Lloyds TSB is faced by a dilemma competitors would love to have to handle: how to remain the developed world's most profitable retail bank. Peter Ellwood, the group's workaholic chief executive officer, has some well-honed ideas on this task. Rival banks would do well to heed his strategy, otherwise they might become part of the solution: even after spending more than £6 billion acquiring Scottish Widows, Lloyds TSB is still on the prowl.
"Our governing objective is to maximize shareholder value and we measure our success by doubling shareholder returns every three years," says Ellwood. This is set in stone and Ellwood is not persuaded by the argument that HSBC, which has copied Lloyds TSB's success strategy, is aiming to achieve the same objective on a five-year basis. "It is important to keep this three-year target before us," he says. "But it's more likely that it can be done through mergers and acquisitions than simply by organic growth. For a group that is worth some £ billion to double shareholder returns every three years organically will become increasingly difficult. To take a company and make it £90 billion and £180 billion and so on simply organically is not something that can be done over the long haul."
The secret of my success
Ellwood is convinced that a key reason for Lloyds TSB's success is its focused strategy. Maximizing shareholder value is something the world's best companies are doing largely by acquisition, he argues. "We've looked at a variety of different ways to maximize shareholder value and so far we haven't come up with a better way than by doubling shareholder returns every three years," he says. "This is something we've done over the last 15 years or so, helped very considerably by the merger with TSB in 1995."
The bank defines shareholder value as share-price appreciation plus dividend payment. It started looking at this concept when Brian Pitman became chief executive in 1983, at a time when few UK companies talked shareholder value. "You create shareholder value when you make a penny more than your cost of equity," says Lloyds TSB's finance director, Kent Atkinson. "But after a year or two we began to realize that perhaps there is an alternative strategy that could make us two pennies more than the cost of equity, or even a third strategy that could make us three pennies more. We began to understand the difference between maximizing shareholder value as opposed to merely creating shareholder value. So the governing objective was changed from simply creating shareholder value to maximizing it." Atkinson says this made a fundamental difference to behaviour in the company. "If all business units are creating value, under the first governing objective that would have been considered satisfactory," he says. "But if the objective is to maximize shareholder value it is not enough. Under Lloyds TSB's governing objective to maximize shareholder value, management is constantly looking at all business units."

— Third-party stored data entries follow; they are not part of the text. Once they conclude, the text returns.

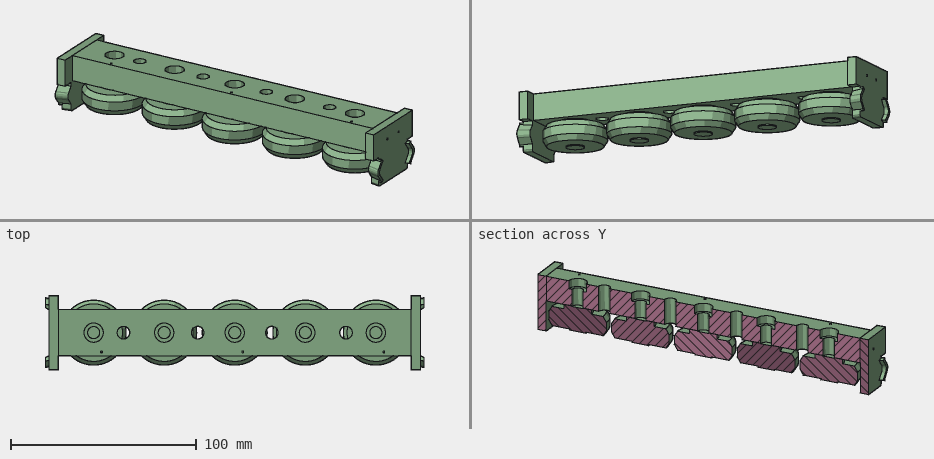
import cadquery as cq
import math


BAR_LENGTH = 190.0
BAR_WIDTH = 25.0
BAR_HEIGHT = 14.7
MOUNT_HOLE_DIAMETER = 6.7
MOUNT_HOLE_PITCH = 40.0
BOLT_HOLE_DIAMETER = 6.5
BOLT_HEAD_DIAMETER = 10.5
BOLT_HEAD_DEPTH = 4.7
PIN_HOLE_DIAMETER = 1.0
OIL_HOLE_OFFSET_X = 4.3
OIL_HOLE_Y = -10.5

ROLLER_COUNT = 5
ROLLER_ROW_LENGTH = 152.0
ROLLER_DIAMETER = 35.0
ROLLER_FACE_DIAMETER = 31.0
ROLLER_THICKNESS = 11.5
ROLLER_RIM_HEIGHT = 5.0
ROLLER_CENTRE_Z = -22.6
HUB_DIAMETER = 17.0
STUD_DIAMETER = 10.0
STUD_PROJECTION = 0.6

OVERALL_LENGTH = 204.0
PLATE_THICKNESS = 5.0
PLATE_WIDTH = 40.0
PLATE_HEIGHT = 32.2
SHOULDER_HEIGHT = 15.3
NECK_WIDTH = 30.5
NECK_LEAN_ANGLE = 11
FOOT_FILLET = 1.2
EAR_WIDTH = 37.7
EAR_NOSE_RADIUS = 3.3
EAR_FLANK_ANGLE = 38
EAR_LEAN_ANGLE = 14
LIP_HEIGHT = 13.5
LIP_END_DROP = 1.0
LIP_EDGE_WALL = 1.8
LIP_ROOT_WALL = 2.5
PLATE_HOLE_SPACING = 11.6
PLATE_HOLE_Z = -7.5

ROLLER_PITCH = ROLLER_ROW_LENGTH / (ROLLER_COUNT - 1)
PLATE_OUTER_X = BAR_LENGTH / 2 + PLATE_THICKNESS
LIP_TOP_Z = ROLLER_CENTRE_Z + LIP_HEIGHT / 2
LIP_BOTTOM_Z = ROLLER_CENTRE_Z - LIP_HEIGHT / 2
LIP_PROJECTION = OVERALL_LENGTH / 2 - PLATE_OUTER_X


def centred_positions(count, pitch):
    """Positions along X of a row spaced by pitch and centred on the origin."""
    return [(i - (count - 1) / 2) * pitch for i in range(count)]


ROLLER_XS = centred_positions(ROLLER_COUNT, ROLLER_PITCH)
MOUNT_HOLE_XS = centred_positions(ROLLER_COUNT - 1, MOUNT_HOLE_PITCH)


def make_bar():
    """Bar with a counterbored bolt hole over each roller, mounting holes and oil holes."""
    bar = cq.Workplane("XY").box(BAR_LENGTH, BAR_WIDTH, BAR_HEIGHT, centered=(True, True, False))
    bar = bar.translate((0, 0, -BAR_HEIGHT))
    top = bar.faces(">Z").workplane(origin=(0, 0, 0))
    bar = top.pushPoints([(x, 0) for x in ROLLER_XS]).cboreHole(
        BOLT_HOLE_DIAMETER, BOLT_HEAD_DIAMETER, BOLT_HEAD_DEPTH
    )
    top = bar.faces(">Z").workplane(origin=(0, 0, 0))
    bar = top.pushPoints([(x, 0) for x in MOUNT_HOLE_XS]).hole(MOUNT_HOLE_DIAMETER)
    oil_points = [(x + OIL_HOLE_OFFSET_X, OIL_HOLE_Y) for x in ROLLER_XS[::2]]
    top = bar.faces(">Z").workplane(origin=(0, 0, 0))
    return top.pushPoints(oil_points).hole(PIN_HOLE_DIAMETER)


def make_roller(x):
    """Roller with bevelled rims, the hub that spaces it from the bar, and the stud end below."""
    face_top = ROLLER_CENTRE_Z + ROLLER_THICKNESS / 2
    face_bottom = ROLLER_CENTRE_Z - ROLLER_THICKNESS / 2
    rim_top = ROLLER_CENTRE_Z + ROLLER_RIM_HEIGHT / 2
    rim_bottom = ROLLER_CENTRE_Z - ROLLER_RIM_HEIGHT / 2
    stud_bottom = face_bottom - STUD_PROJECTION
    half_profile = [
        (0, -BAR_HEIGHT),
        (HUB_DIAMETER / 2, -BAR_HEIGHT),
        (HUB_DIAMETER / 2, face_top),
        (ROLLER_FACE_DIAMETER / 2, face_top),
        (ROLLER_DIAMETER / 2, rim_top),
        (ROLLER_DIAMETER / 2, rim_bottom),
        (ROLLER_FACE_DIAMETER / 2, face_bottom),
        (STUD_DIAMETER / 2, face_bottom),
        (STUD_DIAMETER / 2, stud_bottom),
        (0, stud_bottom),
    ]
    roller = cq.Workplane("XZ").polyline(half_profile).close().revolve(360, (0, 0), (0, 1))
    return roller.translate((x, 0, 0))


def ear_nose(tip_y):
    """Upper end, tip and lower end of the nose arc of an ear, as (y, z) points."""
    angle = math.radians(EAR_FLANK_ANGLE)
    end_y = tip_y - EAR_NOSE_RADIUS * (1 - math.cos(angle))
    end_rise = EAR_NOSE_RADIUS * math.sin(angle)
    return (
        (end_y, ROLLER_CENTRE_Z + end_rise),
        (tip_y, ROLLER_CENTRE_Z),
        (end_y, ROLLER_CENTRE_Z - end_rise),
    )


FLANK_SLOPE = math.tan(math.radians(EAR_FLANK_ANGLE))


def lean(setback, angle):
    """Inward shift of a leaning face at a distance from the free end of the lip."""
    return setback * math.tan(math.radians(angle))


def neck_y(setback):
    """Half width of the neck and foot, which narrow towards the bar."""
    return NECK_WIDTH / 2 - lean(setback, NECK_LEAN_ANGLE)


def ear_tip_y(setback):
    """Reach of the ear, which also falls back towards the bar."""
    return EAR_WIDTH / 2 - lean(setback, EAR_LEAN_ANGLE)


def draw_half_web(sketch, setback):
    """Add the +Y half of the neck, ear and foot as a closed YZ outline."""
    upper, tip, lower = ear_nose(ear_tip_y(setback))
    flank_height = (upper[0] - neck_y(setback)) / FLANK_SLOPE
    return (
        sketch.moveTo(0, -SHOULDER_HEIGHT)
        .lineTo(neck_y(setback), -SHOULDER_HEIGHT)
        .lineTo(neck_y(setback), upper[1] + flank_height)
        .lineTo(*upper)
        .threePointArc(tip, lower)
        .lineTo(neck_y(setback), lower[1] - flank_height)
        .lineTo(neck_y(setback), -PLATE_HEIGHT)
        .lineTo(0, -PLATE_HEIGHT)
        .close()
    )


def make_half_web():
    """The +Y half below the shoulder, as deep as the plate and lip together."""
    depth = PLATE_THICKNESS + LIP_PROJECTION
    bar_side = draw_half_web(cq.Workplane("YZ", origin=(BAR_LENGTH / 2, 0, 0)), depth)
    free_side = draw_half_web(bar_side.workplane(offset=depth), 0)
    web = free_side.loft(ruled=True, combine=True)
    foot_corner = (BAR_LENGTH / 2 + depth / 2, NECK_WIDTH / 2, -PLATE_HEIGHT)
    return web.edges(cq.selectors.NearestToPointSelector(foot_corner)).fillet(FOOT_FILLET)


def draw_lip_clearance(sketch, setback, wall):
    """Add the +Y half of the region around a lip, whose wall is measured along Y, to a YZ sketch."""
    upper, tip, lower = ear_nose(ear_tip_y(setback) - wall)
    inner_top_z = LIP_TOP_Z - LIP_END_DROP
    inner_bottom_z = LIP_BOTTOM_Z + LIP_END_DROP
    inner_end_y = upper[0] - (inner_top_z - upper[1]) * FLANK_SLOPE
    return (
        sketch.moveTo(0, 0)
        .lineTo(EAR_WIDTH / 2, 0)
        .lineTo(EAR_WIDTH / 2, LIP_TOP_Z)
        .lineTo(NECK_WIDTH / 2, LIP_TOP_Z)
        .lineTo(inner_end_y, inner_top_z)
        .lineTo(*upper)
        .threePointArc(tip, lower)
        .lineTo(inner_end_y, inner_bottom_z)
        .lineTo(NECK_WIDTH / 2, LIP_BOTTOM_Z)
        .lineTo(EAR_WIDTH / 2, LIP_BOTTOM_Z)
        .lineTo(EAR_WIDTH / 2, -PLATE_HEIGHT)
        .lineTo(0, -PLATE_HEIGHT)
        .close()
    )


def make_lip_clearance():
    """Material removed in front of the plate, leaving a lip that is thicker at its root."""
    root = cq.Workplane("YZ", origin=(PLATE_OUTER_X, 0, 0))
    root = draw_lip_clearance(root, LIP_PROJECTION, LIP_ROOT_WALL)
    free_end = draw_lip_clearance(root.workplane(offset=LIP_PROJECTION), 0, LIP_EDGE_WALL)
    return free_end.loft(ruled=True, combine=True)


def make_shoulder():
    """Rectangular upper part of the plate, which covers the end of the bar."""
    shoulder = cq.Workplane("XY").box(
        PLATE_THICKNESS, PLATE_WIDTH, SHOULDER_HEIGHT, centered=(False, True, False)
    )
    return shoulder.translate((BAR_LENGTH / 2, 0, -SHOULDER_HEIGHT))


def make_right_wiper():
    """Wiper plate at the +X end of the bar."""
    half = make_half_web().cut(make_lip_clearance())
    wiper = make_shoulder().union(half).union(half.mirror("XZ"))
    holes = (
        cq.Workplane("YZ", origin=(BAR_LENGTH / 2, 0, PLATE_HOLE_Z))
        .pushPoints([(-PLATE_HOLE_SPACING / 2, 0), (PLATE_HOLE_SPACING / 2, 0)])
        .circle(PIN_HOLE_DIAMETER / 2)
        .extrude(PLATE_THICKNESS)
    )
    return wiper.cut(holes)


bar = make_bar()
rollers = [make_roller(x) for x in ROLLER_XS]
right_wiper = make_right_wiper()
left_wiper = right_wiper.mirror("YZ")

result = cq.Compound.makeCompound(
    [bar.val(), *[roller.val() for roller in rollers], right_wiper.val(), left_wiper.val()]
)

Lloyds TSB has laid down three strategic aims behind the governing objective, and these are critical to how the bank is managed day to-day. The first is to be a leader in its chosen markets. This means that if it's eighth or ninth in a market it exits from it. "The reason why we've disposed of some 14 businesses since the TSB merger is because we didn't wish to be a leader in these areas," he says. For instance, trying to become a leader in German investment banking didn't fit with the bank's objectives, so it sold subsidiary Schröder Münchmeyer Hengst to UBS for £100 million. It also had a direct mortgage business called Mortgage Express that was sold because Lloyds TSB didn't want to be in that particular part of the mortgage business.
The same principle applies to acquisitions. This was the reason for the purchase of Countrywide Bank in New Zealand, which moved Lloyds TSB up from fourth position in market terms to second. This is also very much the rationale for the Scottish Widows transaction, which places Lloyds TSB second behind Prudential in the UK life insurance and pensions markets.
"The second strategic aim is really very exciting because it's where the future growth is going to come from," says Ellwood. "It's about being first choice for our customers by understanding and meeting their needs more effectively than anybody else. We are trying to get to a situation where we treat the customer on an individual basis, and it's about segmentation and customer-relationship management. We've still only got a minority of our customers' total financial products. They have on average about six products but only just over two with us. This means we need to have very competitive products and excellent service."
The third plank concerns driving down day-to-day operating costs to be able to afford to reinvest in the business. Lloyds TSB said four years ago when it merged with TSB that by the end of 1999 it would have taken £400 million a year off the cost base of the organization. "We're on track to achieve that by the end of this year," says Ellwood. "In real terms that's about £700 million a year, and it basically takes our cost base down from £10 million a day to £9 million."
The strategy rolls out from governing objective to strategic aims, and from there it moves on to the goal of becoming a world-class player in critical areas. "We are living in a global environment where Citigroup, for instance, has said that by 2010 they want one billion customers," says Ellwood. "It is an environment of greater consolidation, and we therefore have to measure ourselves in a world-class way in certain critical areas." Ellwood wants world-class status in three areas: customer relationship management, the way in which it manages its near 80,000 staff, and how it manages change. On the latter, at any one time there are more than 100 major projects running in the group and Ellwood's priority is to be on top of them, making sure they're running on time and to budget. "We've done some global benchmarking in all three areas and broadly speaking we've come out pretty well, but there's more to be done," he says.